筆者にとって初めてのドイツ語単語帳でしたが,読み終えた今ほかの単語帳をいろいろ見てみても「最初はこの本でよかった」と思っております.ということで,初めてドイツ語単語帳を購入している人に是非お勧めしたいです.ドイツ語検定の5級からやりたい人も,最初だけ見れば十分ではないかと思います.
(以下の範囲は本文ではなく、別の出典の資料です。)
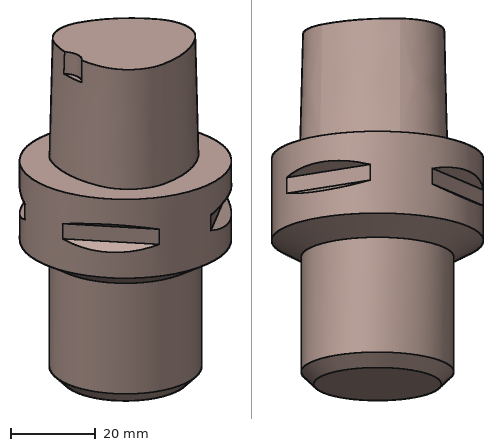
import cadquery as cq
import math

TOTAL_HEIGHT = 85.0
FLANGE_RADIUS = 50.0 / 2
NECK_RADIUS = 36.0 / 2
FLANGE_TOP = 55.0
FLANGE_BOTTOM = 35.0
CONE_ANGLE = math.radians(30)
BOTTOM_CHAMFER = 3.0

LOBE_REACH = 18.5
FLANK_REACH = 16.2
LOBE_RADIUS = 11.9
TAPER_PER_SIDE = 1 / 40

NOTCH_RADIUS = 5.0
NOTCH_INNER_Y = -13.9
NOTCH_DEPTH = 5.5

GROOVE_COUNT = 4
GROOVE_DEPTH = 2.8
GROOVE_FLOOR_HEIGHT = 3.8
GROOVE_WALL_ANGLE = math.radians(30)
GROOVE_CENTER_Z = (FLANGE_TOP + FLANGE_BOTTOM) / 2
GROOVE_START_ANGLE = 45


def polar(radius, degrees):
    angle = math.radians(degrees)
    return (radius * math.cos(angle), radius * math.sin(angle))


def make_turned_body():
    cone_height = (FLANGE_RADIUS - NECK_RADIUS) * math.tan(CONE_ANGLE)
    profile = [
        (0, 0),
        (NECK_RADIUS - BOTTOM_CHAMFER, 0),
        (NECK_RADIUS, BOTTOM_CHAMFER),
        (NECK_RADIUS, FLANGE_BOTTOM - cone_height),
        (FLANGE_RADIUS, FLANGE_BOTTOM),
        (FLANGE_RADIUS, FLANGE_TOP),
        (0, FLANGE_TOP),
    ]
    return cq.Workplane("XZ").polyline(profile).close().revolve(360, (0, 0), (0, 1))


def lobed_wire(inset, z):
    """Closed outline of the shank, offset inward by inset, at height z."""
    lobe_offset = LOBE_REACH - LOBE_RADIUS
    gap = FLANK_REACH - LOBE_RADIUS
    flank_offset = (lobe_offset**2 - gap**2) / (2 * gap - lobe_offset)

    lobe_x, lobe_y = polar(lobe_offset, 60)
    slope = math.atan2(lobe_y, lobe_x + flank_offset)
    lobe_radius = LOBE_RADIUS - inset
    joint_x = lobe_x + lobe_radius * math.cos(slope)
    joint_y = lobe_y + lobe_radius * math.sin(slope)
    joint_radius = math.hypot(joint_x, joint_y)
    joint_angle = math.degrees(math.atan2(joint_y, joint_x))

    outline = cq.Workplane("XY").workplane(offset=z).moveTo(*polar(joint_radius, -90 - joint_angle))
    for flank_angle in (-90, 30, 150):
        outline = outline.threePointArc(
            polar(FLANK_REACH - inset, flank_angle),
            polar(joint_radius, flank_angle + joint_angle),
        )
        outline = outline.threePointArc(
            polar(LOBE_REACH - inset, flank_angle + 60),
            polar(joint_radius, flank_angle + 120 - joint_angle),
        )
    return outline.close().val()


def make_shank():
    top_inset = (TOTAL_HEIGHT - FLANGE_TOP) * TAPER_PER_SIDE
    base = lobed_wire(0, FLANGE_TOP)
    top = lobed_wire(top_inset, TOTAL_HEIGHT)
    return cq.Workplane(cq.Solid.makeLoft([base, top], True))


def make_notch():
    return (
        cq.Workplane("XY")
        .workplane(offset=TOTAL_HEIGHT - NOTCH_DEPTH)
        .center(0, NOTCH_INNER_Y - NOTCH_RADIUS)
        .circle(NOTCH_RADIUS)
        .extrude(NOTCH_DEPTH)
    )


def make_groove():
    """Straight trapezoidal groove on the +X side, running along Y."""
    floor_x = FLANGE_RADIUS - GROOVE_DEPTH
    floor_half = GROOVE_FLOOR_HEIGHT / 2
    mouth_half = floor_half + GROOVE_DEPTH * math.tan(GROOVE_WALL_ANGLE)
    section = [
        (floor_x, GROOVE_CENTER_Z - floor_half),
        (FLANGE_RADIUS, GROOVE_CENTER_Z - mouth_half),
        (FLANGE_RADIUS, GROOVE_CENTER_Z + mouth_half),
        (floor_x, GROOVE_CENTER_Z + floor_half),
    ]
    return cq.Workplane("XZ").polyline(section).close().extrude(FLANGE_RADIUS, both=True)


result = make_turned_body().union(make_shank()).cut(make_notch())
for index in range(GROOVE_COUNT):
    groove_angle = GROOVE_START_ANGLE + index * 360 / GROOVE_COUNT
    result = result.cut(make_groove().rotate((0, 0, 0), (0, 0, 1), groove_angle))
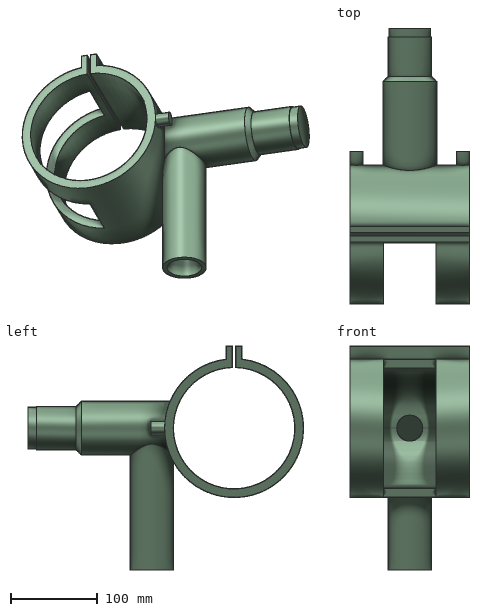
import cadquery as cq

ring_outer_radius = 80.0
ring_inner_radius = 70.0
ring_width = 138.0
window_width = 60.0
window_edge_y = -10.2

flange_top_z = 94.7
flange_span = 18.0
slit_width = 3.8

tower_radius = 31.0
spigot_radius = 25.0
shoulder_y = 176.0
spigot_end_y = 228.0
bore_radius = 15.0

cap_radius = 24.0
cap_thickness = 10.0

branch_radius = 25.0
branch_bore_radius = 20.0
branch_y = 94.7
branch_bottom_z = -163.5

pin_radius = 7.5
pin_end_y = 95.5
pin_x = ring_width / 2 - pin_radius


def rod_along_y(radius, start_y, end_y, x=0):
    """Cylinder parallel to Y between two Y positions, at height zero."""
    axis = cq.Vector(0, 1, 0)
    start = cq.Vector(x, start_y, 0)
    return cq.Workplane(cq.Solid.makeCylinder(radius, end_y - start_y, start, axis))


def rod_along_x(radius):
    """Cylinder on the ring axis, as long as the ring is wide."""
    return cq.Workplane("YZ").circle(radius).extrude(ring_width / 2, both=True)


def branch_rod(radius):
    """Vertical cylinder from the branch mouth up to the tower axis."""
    mouth = cq.Workplane("XY", origin=(0, branch_y, branch_bottom_z))
    return mouth.circle(radius).extrude(-branch_bottom_z)


def make_tower():
    """Stepped round tower with a conical shoulder, revolved about Y."""
    cone_end_y = shoulder_y + tower_radius - spigot_radius
    return (
        cq.Workplane("XY")
        .lineTo(tower_radius, 0)
        .lineTo(tower_radius, shoulder_y)
        .lineTo(spigot_radius, cone_end_y)
        .lineTo(spigot_radius, spigot_end_y)
        .lineTo(0, spigot_end_y)
        .close()
        .revolve(360, (0, 0, 0), (0, 1, 0))
    )


def make_saddle():
    """Clamp ring with flanges, pins, tower and branch in one piece."""
    flanges = cq.Workplane("XY").box(ring_width, flange_span, flange_top_z, centered=(True, True, False))
    saddle = rod_along_x(ring_outer_radius).union(flanges)

    window_depth = ring_outer_radius + window_edge_y
    window = (
        cq.Workplane("XY")
        .box(window_width, window_depth, 2 * ring_outer_radius)
        .translate((0, window_edge_y - window_depth / 2, 0))
    )
    saddle = saddle.cut(window)

    saddle = saddle.union(make_tower()).union(branch_rod(branch_radius))
    for x in (-pin_x, pin_x):
        saddle = saddle.union(rod_along_y(pin_radius, 0, pin_end_y, x))

    slit = cq.Workplane("XY").box(ring_width, slit_width, flange_top_z, centered=(True, True, False))
    saddle = saddle.cut(rod_along_x(ring_inner_radius)).cut(slit)

    saddle = saddle.cut(rod_along_y(bore_radius, 0, spigot_end_y))
    return saddle.cut(branch_rod(branch_bore_radius))


def make_cap():
    """Plain disc seated on the end of the tower."""
    return rod_along_y(cap_radius, spigot_end_y, spigot_end_y + cap_thickness)


saddle = make_saddle()
cap = make_cap()
result = cq.Compound.makeCompound([saddle.solids().val(), cap.val()])
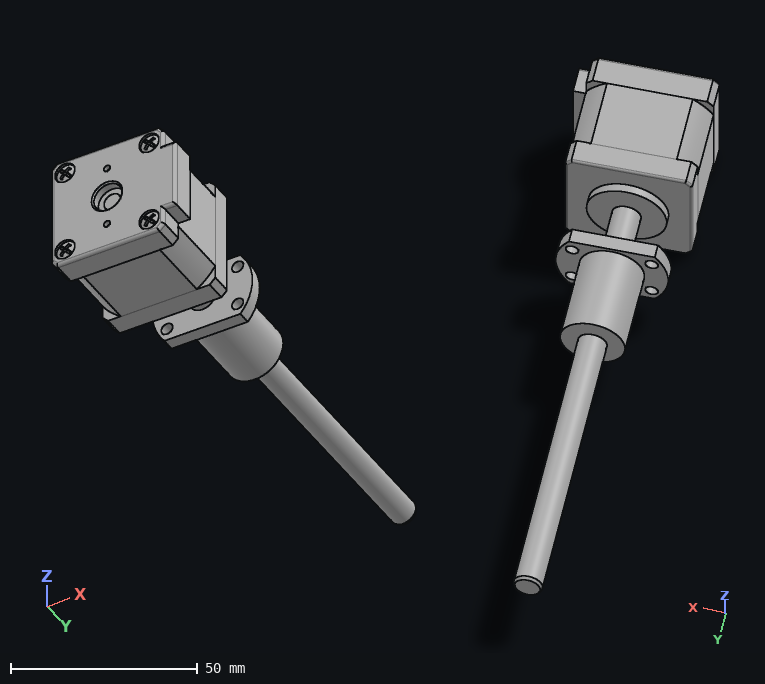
import cadquery as cq
import math


motor_width = 35.0
motor_length = 34.5
cover_length = 8.0
front_cap_length = 6.7
cover_corner_chamfer = 1.8
core_corner_radius = 21.0
rear_edge_round = 1.0
front_edge_round = 0.6
pilot_radius = 11.0
pilot_height = 2.4

tab_overhang = 3.7
tab_width = 21.4

rear_bore_radius = 4.3
rear_bore_depth = 2.9
rear_bore_chamfer = 0.5
small_hole_radius = 1.0
small_hole_depth = 1.6
small_hole_offset = 9.4

screw_offset = 13.0
screw_head_radius = 3.0
screw_head_height = 2.4
screw_dome_rise = 0.8
cross_length = 3.8
cross_width = 0.8
cross_depth = 1.3
cross_angle = 45

rod_radius = 4.0
rod_end = 159.6
rod_chamfer_length = 1.0
rod_chamfer_height = 0.5
journal_radius = 2.5

nut_start = 51.0
nut_length = 28.0
nut_radius = 9.0
flange_thickness = 4.0
flange_radius = 15.5
flange_height = 20.1
flange_hole_radius = 1.8
flange_hole_circle = 12.6
flange_hole_angle = 30

screw_places = [(z, x) for z in (-screw_offset, screw_offset) for x in (-screw_offset, screw_offset)]
tab_reach = motor_width / 2 + tab_overhang
core_end = motor_length - front_cap_length


def along_y(start):
    """Workplane at Y = start whose extrusions run toward +Y; its local axes are Z and X."""
    return cq.Workplane("ZX", origin=(0, start, 0))


def disc(radius, start, end):
    return along_y(start).circle(radius).extrude(end - start)


def square_block(start, end):
    return along_y(start).rect(motor_width, motor_width).extrude(end - start)


def cap(start, end):
    """Square end cap with chamfered corners."""
    return square_block(start, end).edges("|Y").chamfer(cover_corner_chamfer)


def make_rear_cover():
    tab = (
        along_y(0)
        .center(0, tab_reach / 2)
        .rect(tab_width, tab_reach)
        .extrude(cover_length)
    )
    cover = cap(0, cover_length).union(tab)
    cover = cover.faces("<Y").edges().fillet(rear_edge_round)
    bore = disc(rear_bore_radius, 0, rear_bore_depth)
    journal_hole = disc(journal_radius, rear_bore_depth, cover_length)
    cover = cover.cut(bore).cut(journal_hole)
    cover = cover.faces("<Y").edges("%CIRCLE").chamfer(rear_bore_chamfer)
    small_holes = (
        along_y(0)
        .pushPoints([(-small_hole_offset, 0), (small_hole_offset, 0)])
        .circle(small_hole_radius)
        .extrude(small_hole_depth)
    )
    screw_pockets = along_y(0).pushPoints(screw_places).circle(screw_head_radius).extrude(screw_head_height)
    return cover.cut(small_holes).cut(screw_pockets)


def make_motor_body():
    """Stator with the front cap and its pilot ring."""
    core = square_block(cover_length, core_end)
    core = core.intersect(disc(core_corner_radius, cover_length, core_end))
    front_cap = cap(core_end, motor_length).faces(">Y").edges().fillet(front_edge_round)
    pilot = disc(pilot_radius, motor_length, motor_length + pilot_height)
    front_cap = front_cap.union(pilot).cut(disc(rod_radius, core_end, motor_length + pilot_height))
    core = core.cut(disc(journal_radius, cover_length, core_end))
    return core.union(front_cap, clean=False)


def make_cap_screw(z, x):
    """Domed screw head with a diagonal cross recess."""
    dome_radius = (screw_head_radius**2 + screw_dome_rise**2) / (2 * screw_dome_rise)
    dome = cq.Workplane("XY").sphere(dome_radius).translate((0, dome_radius, 0))
    head = disc(screw_head_radius, 0, screw_head_height).intersect(dome)
    cross = (
        along_y(0)
        .rect(cross_length, cross_width)
        .extrude(cross_depth)
        .union(along_y(0).rect(cross_width, cross_length).extrude(cross_depth))
        .rotate((0, 0, 0), (0, 1, 0), cross_angle)
    )
    return head.cut(cross).translate((x, 0, z))


def make_lead_screw():
    """Rod whose thinner journal runs back through the motor to the floor of the rear bore."""
    journal = disc(journal_radius, rear_bore_depth, core_end)
    rod = disc(rod_radius, core_end, rod_end - rod_chamfer_length)
    tip_taper = math.degrees(math.atan2(rod_chamfer_height, rod_chamfer_length))
    tip = along_y(rod_end - rod_chamfer_length).circle(rod_radius).extrude(rod_chamfer_length, taper=tip_taper)
    return journal.union(rod).union(tip)


def make_nut():
    """Round nut with a flange that has two flats and four holes."""
    nut_end = nut_start + nut_length
    flange_end = nut_start + flange_thickness
    flange = disc(flange_radius, nut_start, flange_end).intersect(
        along_y(nut_start).rect(flange_height, 2 * flange_radius).extrude(flange_thickness)
    )
    reach_x = flange_hole_circle * math.cos(math.radians(flange_hole_angle))
    reach_z = flange_hole_circle * math.sin(math.radians(flange_hole_angle))
    holes = (
        along_y(nut_start)
        .rect(2 * reach_z, 2 * reach_x, forConstruction=True)
        .vertices()
        .circle(flange_hole_radius)
        .extrude(flange_thickness)
    )
    barrel = disc(nut_radius, nut_start, nut_end)
    return flange.cut(holes).union(barrel).cut(disc(rod_radius, nut_start, nut_end))


rear_cover = make_rear_cover()
motor_body = make_motor_body()
lead_screw = make_lead_screw()
nut = make_nut()
cap_screws = [make_cap_screw(z, x) for z, x in screw_places]

result = cq.Compound.makeCompound([
    rear_cover.val(),
    motor_body.val(),
    lead_screw.val(),
    nut.val(),
    *[screw.val() for screw in cap_screws],
])
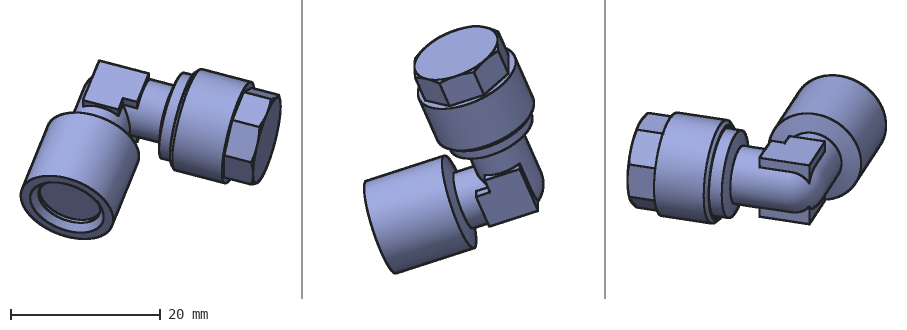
import cadquery as cq
import math

elbow_radius = 3.95

socket_radius = 6.5
socket_end = 18.97
socket_shoulder_start = 7.19
socket_shoulder_end = 7.85
mouth_radius = 5.17
bore_radius = 4.32
mouth_depth = 1.0
bore_depth = 1.5

overall_length = 28.4
arm_end = overall_length - socket_radius
collar_start = 8.12
collar_radius = 5.94
collar_cone_radius = 5.75
collar_cone_length = 0.45
collar_edge_length = 0.1
nut_start = 10.37
nut_end = 17.84
nut_diameter = 14.0
nut_radius = nut_diameter / 2
nut_chamfer = 0.5
nut_entry_radius = 6.25
nut_entry_depth = 0.3
octagon_sides = 8
half_side_angle = 180 / octagon_sides
octagon_flats = 11.87
octagon_bevel_radius = octagon_flats / 2
octagon_corner_radius = octagon_bevel_radius / math.cos(math.radians(half_side_angle))
octagon_bevel_length = 0.25

block_half_width = 2.5
block_reach = 4.5
block_half_height = 4.5


def revolve_x(points):
    """Turn an (axial position, radius) outline about the X axis."""
    return cq.Workplane("XY").polyline(points).close().revolve(360, (0, 0, 0), (1, 0, 0))


def make_elbow():
    x_arm = revolve_x([(0, 0), (0, elbow_radius), (nut_start, elbow_radius), (nut_start, 0)])
    y_arm = cq.Workplane("XZ").circle(elbow_radius).extrude(socket_shoulder_end)
    return cq.Workplane("XY").sphere(elbow_radius).union(x_arm).union(y_arm)


def make_socket():
    outline = [
        (0, -socket_shoulder_start),
        (elbow_radius, -socket_shoulder_start),
        (socket_radius, -socket_shoulder_end),
        (socket_radius, -socket_end),
        (mouth_radius, -socket_end),
        (bore_radius, -socket_end + mouth_depth),
        (bore_radius, -socket_end + bore_depth),
        (0, -socket_end + bore_depth),
    ]
    return cq.Workplane("XY").polyline(outline).close().revolve(360, (0, 0, 0), (0, 1, 0))


def make_collar_and_nut():
    cone_end = collar_start + collar_cone_length
    return revolve_x([
        (collar_start, 0),
        (collar_start, elbow_radius),
        (cone_end, collar_cone_radius),
        (cone_end + collar_edge_length, collar_radius),
        (nut_start + nut_entry_depth, collar_radius),
        (nut_start, nut_entry_radius),
        (nut_start, nut_radius - nut_chamfer),
        (nut_start + nut_chamfer, nut_radius),
        (nut_end, nut_radius),
        (nut_end, 0),
    ])


def make_octagon():
    prism = (
        cq.Workplane("YZ", origin=(nut_end, 0, 0))
        .transformed(rotate=(0, 0, half_side_angle))
        .polygon(octagon_sides, 2 * octagon_corner_radius)
        .extrude(arm_end - nut_end)
    )
    envelope = revolve_x([
        (nut_end, 0),
        (nut_end, octagon_corner_radius),
        (arm_end - octagon_bevel_length, octagon_corner_radius),
        (arm_end, octagon_bevel_radius),
        (arm_end, 0),
    ])
    return prism.intersect(envelope)


def make_block():
    outline = [
        (-block_half_width, block_half_width),
        (block_reach, block_half_width),
        (block_reach, -block_half_width),
        (block_half_width, -block_half_width),
        (block_half_width, -block_reach),
        (-block_half_width, -block_reach),
    ]
    return (
        cq.Workplane("XY", origin=(0, 0, -block_half_height))
        .polyline(outline)
        .close()
        .extrude(2 * block_half_height)
    )


result = (
    make_elbow()
    .union(make_socket())
    .union(make_collar_and_nut())
    .union(make_octagon())
    .union(make_block())
)
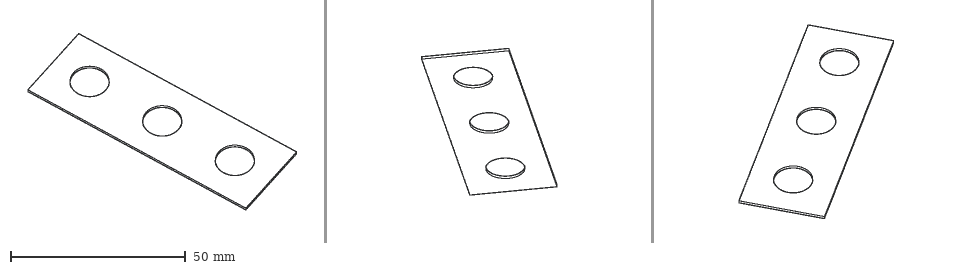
import cadquery as cq

length = 76.2
hole_count = 3
cell_size = length / hole_count
thickness = 0.85
hole_diameter = 11.2

strip = cq.Workplane("XY").box(length, cell_size, thickness)

result = (
    strip.faces(">Z")
    .workplane()
    .rarray(cell_size, cell_size, hole_count, 1)
    .hole(hole_diameter)
)
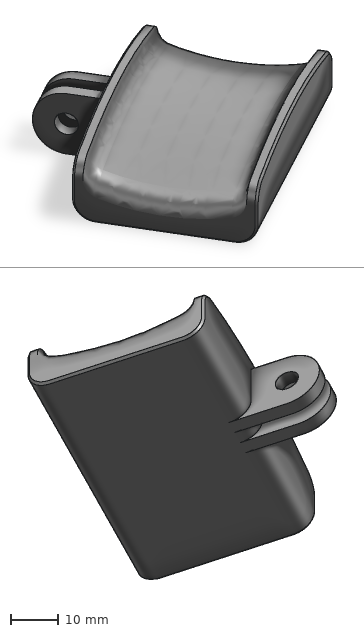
import cadquery as cq
import math

body_width = 40.8
body_length = 60.0
body_height = 18.0
bottom_radius = 5.1
edge_chamfer = 0.55

crown_radius = 115.2
rim_corner_radius = 5.0

wall_thickness = 2.4
floor_half_width = 14.65
floor_centre_drop = 5.95
floor_edge_drop = 3.95

lug_overhang = 15.7
lug_radius = 7.5
lug_hole_diameter = 5.3
prong_thickness = 3.05
prong_gap = 3.05

half_width = body_width / 2
half_length = body_length / 2
inner_half_width = half_width - wall_thickness


def arched_outline(start_x, base_z=0.0):
    """Outline in the YZ plane: base at base_z, upright ends and a crowned top with rounded corners."""
    crown_centre_z = body_height - crown_radius
    corner_y = half_length - rim_corner_radius
    centre_distance = crown_radius - rim_corner_radius
    corner_z = crown_centre_z + math.sqrt(centre_distance**2 - corner_y**2)
    tangent_y = corner_y * crown_radius / centre_distance
    tangent_z = crown_centre_z + (corner_z - crown_centre_z) * crown_radius / centre_distance
    return (
        cq.Workplane("YZ", origin=(start_x, 0, 0))
        .moveTo(-half_length, base_z)
        .lineTo(half_length, base_z)
        .lineTo(half_length, corner_z)
        .tangentArcPoint((tangent_y, tangent_z), relative=False)
        .threePointArc((0, body_height), (-tangent_y, tangent_z))
        .tangentArcPoint((-half_length, corner_z), relative=False)
        .close()
    )


def make_block():
    """Arched block with rounded lower sides and chamfered outer edges."""
    block = arched_outline(-half_width).extrude(body_width)
    block = block.faces("<Z").edges("|Y").fillet(bottom_radius)
    side_edges = block.faces("<X or >X").edges("not(|Y)")
    end_edges = block.faces("<Y or >Y").edges("(|X and <Z) or (not(|X or |Z))")
    return block.newObject(side_edges.vals() + end_edges.vals()).chamfer(edge_chamfer)


def make_floor():
    """Solid below the dished floor: the arched outline carried across X along the trough section."""
    floor_and_fillet = (
        cq.Workplane("XZ")
        .moveTo(-floor_half_width, -floor_edge_drop)
        .threePointArc((0, -floor_centre_drop), (floor_half_width, -floor_edge_drop))
        .tangentArcPoint((inner_half_width, 0), relative=False)
        .wire()
    )
    floor_arc, right_fillet = floor_and_fillet.val().Edges()
    left_fillet = right_fillet.mirror("YZ")
    path = cq.Workplane(cq.Wire.assembleEdges([left_fillet, floor_arc, right_fillet]))
    outline = arched_outline(-inner_half_width, base_z=-body_height)
    return outline.sweep(path, normal=cq.Vector(1, 0, 0))


def make_lug():
    """Round-ended plate with a cross hole, split into two prongs."""
    pivot_x = -half_width - lug_overhang + lug_radius
    root_x = -half_width + bottom_radius
    total_thickness = 2 * prong_thickness + prong_gap
    join_x = -half_width + wall_thickness / 2
    plate = (
        cq.Workplane("XZ", origin=(0, total_thickness / 2, 0))
        .moveTo(root_x, 0)
        .lineTo(pivot_x, 0)
        .threePointArc((pivot_x - lug_radius, lug_radius), (pivot_x, 2 * lug_radius))
        .lineTo(join_x, 2 * lug_radius)
        .lineTo(join_x, bottom_radius)
        .lineTo(root_x, bottom_radius / 2)
        .close()
        .extrude(total_thickness)
    )
    hole = (
        cq.Workplane("XZ", origin=(pivot_x, total_thickness / 2, lug_radius))
        .circle(lug_hole_diameter / 2)
        .extrude(total_thickness)
    )
    gap = cq.Workplane("XY").box(2 * (half_width + lug_overhang), prong_gap, 4 * lug_radius)
    return plate.cut(hole).cut(gap)


block = make_block()
trough_space = cq.Workplane("XY").box(2 * inner_half_width, 2 * body_length, 4 * body_height)
walls = block.cut(trough_space)
floor = block.intersect(trough_space).intersect(make_floor())
result = walls.union(floor).union(make_lug())

おそらく「徐々に複雑になってくる文型」という特徴のおかげで,うまく実力がステップアップできたのではないかと思っています.

丁寧な説明がよかった

単語の説明の下に「メモ」として基本的な文法事項やニュアンス,詳しい使い方など書いてある場合があるのですが,これがとてもためになりました.一周目は「へぇー」ぐらいで見過ごしたものが,二周目だと「そうなんだ!!」となるようなこともありました.この丁寧な「メモ」のおかげか,筆者は読み飽きることはなかったです.

全部覚えようとしようとすると大変

関連単語が書かれていたり,単語についての説明などが詳しく書いているが故に,1セットの勉強をする際にその内容を全部覚えようとするとかなり大変な作業になるかと思います.一周目は見出し語だけをしっかり把握するだけでも十分でしょう.二周目には細かい内容も目に入ってくるようになり,一周目とは違った面白さがありますよ!!

小テストがモチベーション維持にもってこい

筆者の勉強法はあくまでも一例ですが,この小テストはうまく使ってあげれば,この本を読み進めるうえでのよいペースメーカーになってくれます.

難易度:初学者,初心者向け

初心者,初学者向けとして妥当でしょう.参考までに,筆者は初めて一周する際には2か月かかりました.二周目見たときはかなり簡単に感じたので,中級に足を踏み入れた方には退屈する内容でしょう.

改善点

「改善点」とか上からモノを言っちゃってるけど,「贅沢できるなら,こうしてほしい」というただの願望です.

日本語からドイツ語の音声がほしかった

改訂版では「ドイツ語,日本語,ドイツ語」の順番で録音されているようだが,「日本語,ドイツ語」が欲しかったです.そうなれば STEP4 での独訳練習に訳立てたので,個人的にはぜひ欲しかった録音順が「日本語,ドイツ語」なのです.「ドイツ語,日本語,ドイツ語」ですと独訳練習には少し使いづらいですね.例文を何度も学習しているうちにドイツ語を聞いて日本語は簡単にできてしまうが,逆にドイツ語をしゃべるということは楽ではないし,相当よいトレーニングになると考えているので,「日本語,ドイツ語」の録音は是非入れて欲しかったです.

問題をもう少しひねってもよいかと

小テストですが,例文そのまんまの独訳問題だったり,例から一部の単語を入れ替えた文章の並び替え問題などから成っています.「もう少しひねった内容のテストだとやりがいがあったのになー」と思ったりします.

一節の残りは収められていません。